Note the default comma delimiter and that each partition holds five rows (evenly distributed from the original 20).

To control the output, pipe the cat command to head, limiting it to the first five rows with -n 5:

(This is unnecessary here, as each partition only has five rows. In practice, however, with larger datasets, this is how you would check the contents of a few rows within your partitions.)

 1
 2
 3
 4
 5
 6
 7
 8
 9
10
11
12
13
14
15
16
17
18
19
[hdfs@localhost:/sqoop]$ hdfs dfs -cat sales/part-m-00001 |head -n 5
6,2016-09-28,3.45,3,3
7,2016-09-28,4.56,3,4
8,2016-09-28,5.67,3,5
9,2016-09-28,1.23,4,1
10,2016-09-28,1.23,5,1
[hdfs@localhost:/sqoop]$ hdfs dfs -cat sales/part-m-00002 |head -n 5
11,2016-09-28,1.23,6,1
12,2016-09-29,1.23,7,1
13,2016-09-29,2.34,7,2
14,2016-09-29,3.45,7,3
15,2016-09-29,4.56,7,4
[hdfs@localhost:/sqoop]$ hdfs dfs -cat sales/part-m-00003 |head -n 5
16,2016-09-29,5.67,7,5
17,2016-09-29,6.78,7,6
18,2016-09-29,7.89,7,7
19,2016-09-29,7.89,8,7
20,2016-09-30,1.23,9,1
[hdfs@localhost:/sqoop]$

To extract data from multiple PostgreSQL tables, use the following command:

1
2
3
4
5
6
7
[hdfs@localhost:/sqoop]$ cat sqoopCommand.sh
sqoop import --connect 'jdbc:postgresql://aaa.bbb.ccc.ddd:5432/toptal?ssl=true&sslfactory=org.postgresql.ssl.NonValidatingFactory' \
--username 'postgres' -P \
--target-dir 'creditCardOrders' \
--split-by 'pksales' \
--query "select s.pksales, s.saledate, s.saleamount, o.shippingtype, o.methodofpayment from sales s inner join orders o on s.orderid=o.orderid where o.methodofpayment='credit card' and \$CONDITIONS"
[hdfs@localhost:/sqoop]$

This command uses similar arguments, but their significance changes:

--target-dir: Specifies the HDFS directory to store the selected data. This is mandatory when using a free-form query with Sqoop.
--split-by: Even with the primary key, we still need to provide a unique identifier for Sqoop to distribute the workload.
--query: This is where you provide your SQL query within double quotes. Note: no backslash for line continuation within the query. The and \$CONDITIONS at the end is crucial - Sqoop replaces $CONDITIONS with a unique expression automatically.

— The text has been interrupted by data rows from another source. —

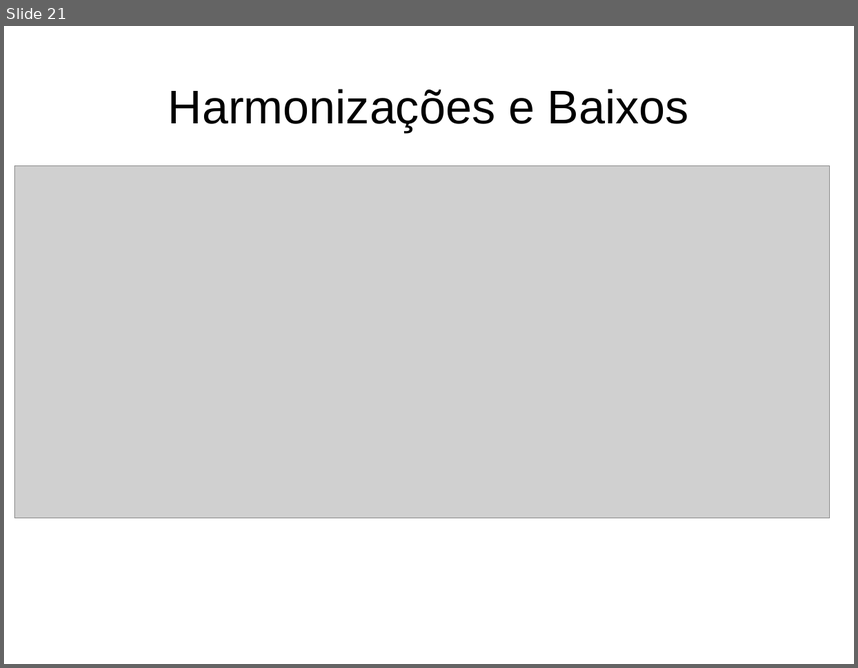
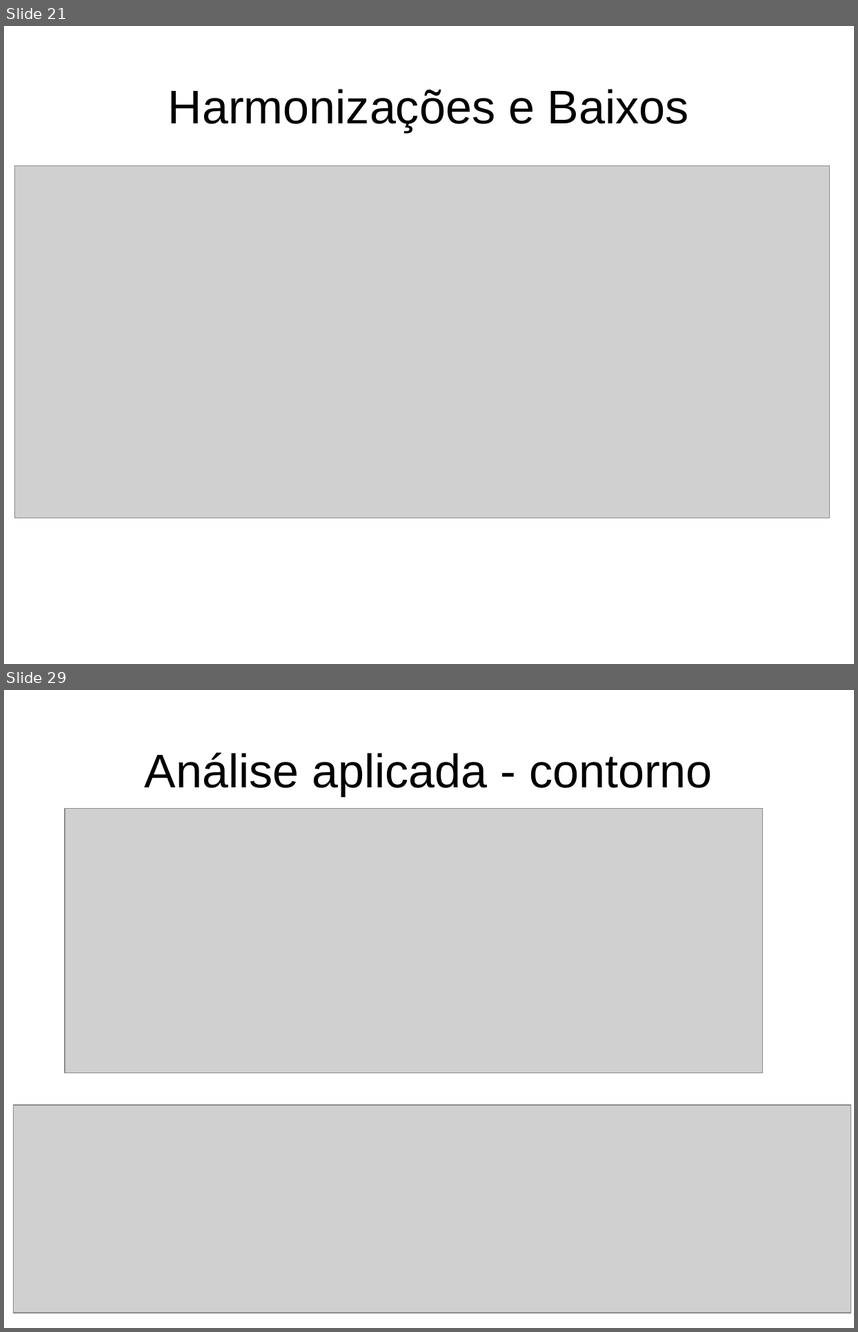
Before and after one commit to glerm/luteria, a slide deck: slides/banca.odp. Shown one above the other, each under a label of ours: slide 21 before the commit, slides 21 and 29 after it; the slides between them are not shown. The pictures are 858x668 and 858x1332 pixels, drawn with LibreOffice and Linux fonts; fonts in the diff are those of the drawing; grey boxes stand for pictures. Boxes give left, top, right and bottom in pixels: in the first picture for what was removed or moved away, otherwise in the second. Text is boxed around its words. In the diff, an @@ line names an element or a change of style, - is before the commit and + after.

```diff
--- a/slides/banca.odp
+++ b/slides/banca.odp
@@ slide 29 added at (4,690,854,1328), background #FFFFFF @@
@@ title added at (145,752,713,796), 44 pt, text #000000 @@
+Análise aplicada - contorno
@@ picture added at (65,809,764,1073) @@
@@ picture added at (13,1105,852,1312) @@
```
Also in this commit, not shown: 19 other slides added, 2 other files.

Issues or No Issues: You Should Consider HDFS

HDFS offers numerous advantages over relational databases. For data analysis, migrating your data to HDFS is a smart move.

With the knowledge gained here, you can easily import data from a relational database to HDFS using a single command. While our examples used a small dataset, the process remains the same for larger volumes.

Feel free to experiment with importing large tables and different delimiters. Apache Sqoop streamlines the process compared to manually exporting, transferring, and loading data.